Generally-speaking, if you are doing security testing, it seems there is a standard level of professionalism that you need to have! Companies may have aggressive counter-measures and immediately try to start attacking you, the moment you attack them. Assuming a best-case (and hopefully ONLY) scenario of a white-hat, Red Team, paying contract that you are working on:
How unprofessional would it be if your client broke into YOUR system and stole YOUR information while you were testing THEIR system?
In my opinion, this needs to be completely impossible. This can be accomplished with some simple operational security (OPSEC) steps that you do for every engagement:
- Use a laptop with a fresh build (no network services enabled – ssh, rdp, etc.)
- Don’t have anything personally-identifiable on the system, not even your companies Wi-Fi connection
- Don’t connect to e-mail or any other personally identifiable service. Don’t cross-contaminate information!
- Yes, bring a SECOND personal laptop for project management and your personal work!
- Use a USB thumb drive or SD card to get data off the laptop, don’t connect to Wi-Fi (where the Wi-Fi password can be hacked)
- Don’t create a super-user account – just use root
- Use public Wi-Fi or at the very least, don’t connect from inside of your own network
- Use a VPN service
- Use Tor
- Optional – use VirtualBox to install a generic, non-identifiable version of Windows so that you can run Windows-based utilities like Cain and Abel from this same laptop
- When done, rebuild the laptop
You might have different needs, but this is what comes to mind for me:
- In-office, testing your own systems – use anything, but I mostly use a VM with SSH and xrdp installed. That exposes two ports on the network, but at the office it doesn’t matter. This trades security (which isn’t needed) for convenience.

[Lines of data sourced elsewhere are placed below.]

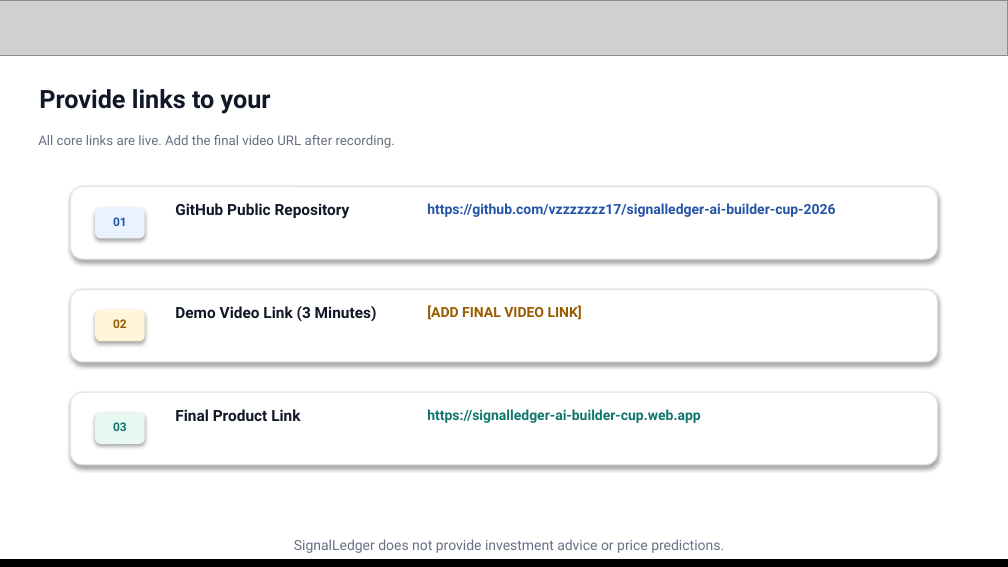
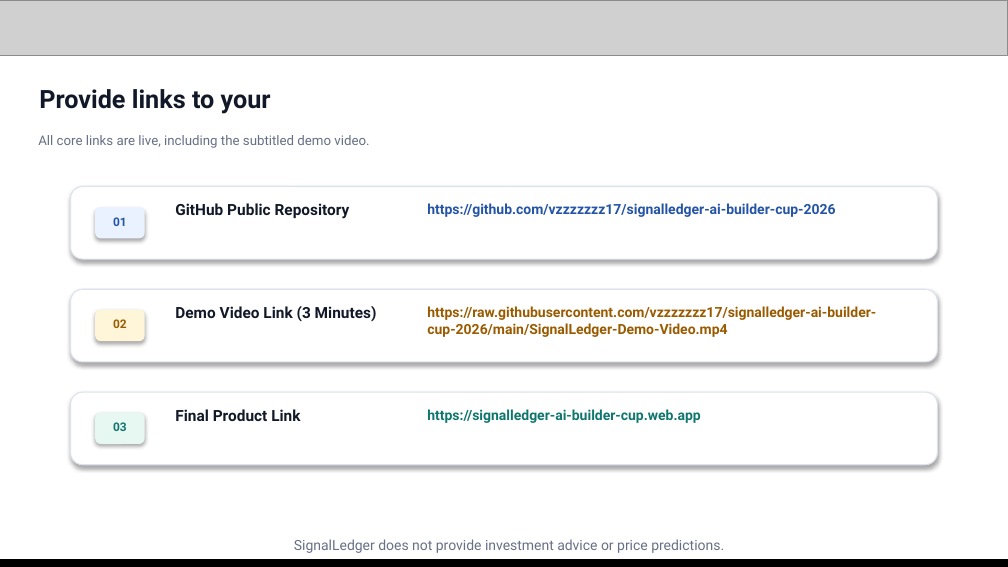
Before and after one commit to vzzzzzzz17/signalledger-ai-builder-cup-2026, a slide deck: slide 13 of SignalLedger-Official-Submission-Template.pptx. Drawn at 1008x567 pixels with LibreOffice and Linux fonts; fonts in the diff are those of the drawing; grey boxes stand for pictures. Boxes give left, top, right and bottom in pixels: in the first picture for what was removed or moved away, otherwise in the second. Text is boxed around its words. In the diff, an @@ line names an element or a change of style, - is before the commit and + after.

Commit message:
Link official deck to demo video

```diff
--- a/SignalLedger-Official-Submission-Template.pptx
+++ b/SignalLedger-Official-Submission-Template.pptx
@@ text at <box>38,135,369,148</box>: text changed @@
-All core links are live. Add the final video URL after recording.
+All core links are live, including the subtitled demo video.
@@ text at <box>427,306,876,337</box>: text changed @@
-[ADD FINAL VIDEO LINK]
+https://raw.githubusercontent.com/vzzzzzzz17/signalledger-ai-builder-cup-2026/main/SignalLedger-Demo-Video.mp4
```

- In-office, testing other real systems – I would never do this. The recent Hacking Team hack shows that a poor operational security (OPSEC) can/will be the downfall of a cybersecurity company. Even with VPN and Tor, the last thing you want is THIS sort of network traffic coming from your company’s internet connection!
- Remote, testing other real systems – depending on your location, use a fresh laptop, public Wi-Fi, VPN, and Tor. If you have extra plugs, bring a handful of Raspberry Pi’s (also freshly formatted) to give you extra bandwidth and who can act as botnet to accomplish a lot more at once. Each PI has a quad-core CPU, 1GB of RAM, and a gigabit network card – but they are the size of credit card, and can run all of Kali! Imagine the things you could run in parallel?!
- On-Prem, testing other real systems – use a fresh laptop, and definitely bring some Pi’s to offload the work. If possible/allowable/needed, you could also plant the Pi’s behind routers where you wouldn’t necessarily have access, to create a callback connection. That would depend on the engagement, but the Pi’s give you lots of possibilities.
With all of that said, I use a VM at home to test my “victim” machines, which is why I have SSH and xrdp installed. However, for a real engagement, I just wanted to clarify that I would never do that with a live setup. Instead, I’d likely take an approach like above.
If you are going to do pentesting or computer forensics, using the Kali Linux distribution is pretty much the default way to go. Again, it comes with 600+ utilities including everything you might expect like: nmap, metasploit, burp, wireshark, etc.
This distribution already helps you keep your installation safe from hacking, but it can’t do everything. If you don’t pay attention to OPSEC, you could end up in real trouble. If from this laptop – you connect to Wi-Fi, check your e-mail, have data still on there from your last engagement, have a username/password that you also use to log into your bank… you know, all the same stuff YOU would look for! If you do that with your “attacker” laptop, you could not only be hacked, but you could compromise your former clients, and even your personal data.
Have a dedicated machine for doing attacks – wipe it early and often. Don’t cross-contaminate your personal credentials, Wi-Fi passwords, etc!
So, Kali gets you well on your way, but it’s equally important that you are careful how you manage your pentesting and forensics efforts!